🤖 AI Summary
Existing point cloud sampling methods lack task awareness, often introducing redundant points, resulting in low efficiency and requiring post-processing. This paper proposes a contribution-driven learnable sampling network that formulates sampling as a differentiable Top-k selection, jointly optimizing for task relevance and point uniqueness. Key contributions include: (1) the first differentiable Top-k approximation based on entropy-regularized optimal transport; and (2) a novel architecture integrating spatial pooling embedding, cascaded offset attention, and contribution scoring modules for end-to-end semantic-aware optimization. Evaluated on ModelNet40 and PU147, our method achieves state-of-the-art performance across classification, registration, compression, and surface reconstruction tasks—demonstrating significant improvements in both accuracy and computational efficiency.
📝 Abstract
Point cloud sampling plays a crucial role in reducing computation costs and storage requirements for various vision tasks.
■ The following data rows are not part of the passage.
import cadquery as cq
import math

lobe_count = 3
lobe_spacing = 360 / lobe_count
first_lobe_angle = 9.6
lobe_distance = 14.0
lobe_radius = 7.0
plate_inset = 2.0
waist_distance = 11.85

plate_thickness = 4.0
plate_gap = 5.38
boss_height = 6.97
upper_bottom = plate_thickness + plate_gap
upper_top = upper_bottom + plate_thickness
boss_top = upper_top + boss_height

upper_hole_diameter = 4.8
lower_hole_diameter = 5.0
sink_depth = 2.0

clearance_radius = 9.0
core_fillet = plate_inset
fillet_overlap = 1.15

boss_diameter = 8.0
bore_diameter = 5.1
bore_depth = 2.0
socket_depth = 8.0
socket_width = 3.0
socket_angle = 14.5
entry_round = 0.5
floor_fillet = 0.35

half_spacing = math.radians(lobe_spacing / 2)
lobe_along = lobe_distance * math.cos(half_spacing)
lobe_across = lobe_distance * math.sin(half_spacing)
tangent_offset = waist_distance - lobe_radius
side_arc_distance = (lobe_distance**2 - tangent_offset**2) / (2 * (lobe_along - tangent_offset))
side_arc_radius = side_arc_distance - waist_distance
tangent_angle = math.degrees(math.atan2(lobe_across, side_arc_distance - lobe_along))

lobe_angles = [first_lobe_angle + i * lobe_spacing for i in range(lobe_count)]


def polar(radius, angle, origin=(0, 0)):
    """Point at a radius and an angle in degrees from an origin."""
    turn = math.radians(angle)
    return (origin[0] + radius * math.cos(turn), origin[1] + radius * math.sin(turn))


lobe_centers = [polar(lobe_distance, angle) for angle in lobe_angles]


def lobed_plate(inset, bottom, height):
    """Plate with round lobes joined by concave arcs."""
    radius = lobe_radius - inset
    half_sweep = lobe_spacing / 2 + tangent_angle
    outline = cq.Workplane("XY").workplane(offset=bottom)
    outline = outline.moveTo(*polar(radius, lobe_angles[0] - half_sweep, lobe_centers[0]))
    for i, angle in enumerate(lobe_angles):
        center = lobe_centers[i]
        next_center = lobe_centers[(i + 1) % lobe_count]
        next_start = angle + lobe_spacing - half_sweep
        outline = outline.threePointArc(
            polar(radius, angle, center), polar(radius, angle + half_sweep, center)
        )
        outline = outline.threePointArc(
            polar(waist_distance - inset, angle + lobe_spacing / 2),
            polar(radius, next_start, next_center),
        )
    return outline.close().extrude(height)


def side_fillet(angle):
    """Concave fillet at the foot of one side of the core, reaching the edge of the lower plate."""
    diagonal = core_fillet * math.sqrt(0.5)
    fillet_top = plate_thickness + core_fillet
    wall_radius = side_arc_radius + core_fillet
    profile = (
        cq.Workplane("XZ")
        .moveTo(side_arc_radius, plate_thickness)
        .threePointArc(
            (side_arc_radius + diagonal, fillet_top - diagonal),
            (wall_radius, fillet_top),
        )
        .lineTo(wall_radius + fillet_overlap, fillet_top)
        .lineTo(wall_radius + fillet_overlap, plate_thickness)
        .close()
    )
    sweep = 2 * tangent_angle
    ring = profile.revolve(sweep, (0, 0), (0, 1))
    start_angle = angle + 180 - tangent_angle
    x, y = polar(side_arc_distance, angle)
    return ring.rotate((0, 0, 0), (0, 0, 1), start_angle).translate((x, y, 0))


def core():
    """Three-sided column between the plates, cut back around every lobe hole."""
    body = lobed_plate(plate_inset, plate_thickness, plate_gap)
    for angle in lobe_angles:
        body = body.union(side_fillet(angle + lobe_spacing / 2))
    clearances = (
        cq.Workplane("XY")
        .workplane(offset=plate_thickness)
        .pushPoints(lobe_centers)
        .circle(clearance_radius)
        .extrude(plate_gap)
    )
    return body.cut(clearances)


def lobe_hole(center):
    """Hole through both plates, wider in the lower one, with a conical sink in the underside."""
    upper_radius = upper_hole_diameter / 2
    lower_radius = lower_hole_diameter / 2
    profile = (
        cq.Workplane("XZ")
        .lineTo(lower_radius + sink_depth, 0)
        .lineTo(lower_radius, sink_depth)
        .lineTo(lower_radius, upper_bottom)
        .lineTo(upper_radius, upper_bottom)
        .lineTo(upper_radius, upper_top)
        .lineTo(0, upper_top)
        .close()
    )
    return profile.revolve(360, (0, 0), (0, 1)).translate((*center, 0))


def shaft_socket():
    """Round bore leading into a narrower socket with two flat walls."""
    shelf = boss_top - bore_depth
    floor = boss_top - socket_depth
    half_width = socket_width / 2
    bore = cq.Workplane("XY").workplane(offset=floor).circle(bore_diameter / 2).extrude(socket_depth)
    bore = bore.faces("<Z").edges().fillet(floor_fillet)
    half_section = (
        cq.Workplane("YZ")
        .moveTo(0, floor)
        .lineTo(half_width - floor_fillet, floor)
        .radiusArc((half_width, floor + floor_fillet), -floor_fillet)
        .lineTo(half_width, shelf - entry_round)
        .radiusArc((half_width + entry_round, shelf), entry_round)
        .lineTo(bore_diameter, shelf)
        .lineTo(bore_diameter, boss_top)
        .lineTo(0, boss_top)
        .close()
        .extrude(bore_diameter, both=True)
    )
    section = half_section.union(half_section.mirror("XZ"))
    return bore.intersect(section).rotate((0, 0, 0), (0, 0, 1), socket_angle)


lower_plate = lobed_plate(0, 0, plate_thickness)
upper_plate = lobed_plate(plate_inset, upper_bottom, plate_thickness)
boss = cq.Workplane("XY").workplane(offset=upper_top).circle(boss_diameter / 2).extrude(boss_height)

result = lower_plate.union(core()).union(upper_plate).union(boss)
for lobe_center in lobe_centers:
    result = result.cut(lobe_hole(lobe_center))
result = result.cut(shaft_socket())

Traditional sampling methods, such as farthest point sampling, lack task-specific information and, as a result, cannot guarantee optimal performance in specific applications. Learning-based methods train a network to sample the point cloud for the targeted downstream task. However, they do not guarantee that the sampled points are the most relevant ones. Moreover, they may result in duplicate sampled points, which requires completion of the sampled point cloud through post-processing techniques. To address these limitations, we propose a contribution-based sampling network (CS-Net), where the sampling operation is formulated as a Top-k operation. To ensure that the network can be trained in an end-to-end way using gradient descent algorithms, we use a differentiable approximation to the Top-k operation via entropy regularization of an optimal transport problem. Our network consists of a feature embedding module, a cascade attention module, and a contribution scoring module. The feature embedding module includes a specifically designed spatial pooling layer to reduce parameters while preserving important features. The cascade attention module combines the outputs of three skip connected offset attention layers to emphasize the attractive features and suppress less important ones. The contribution scoring module generates a contribution score for each point and guides the sampling process to prioritize the most important ones. Experiments on the ModelNet40 and PU147 showed that CS-Net achieved state-of-the-art performance in two semantic-based downstream tasks (classification and registration) and two reconstruction-based tasks (compression and surface reconstruction).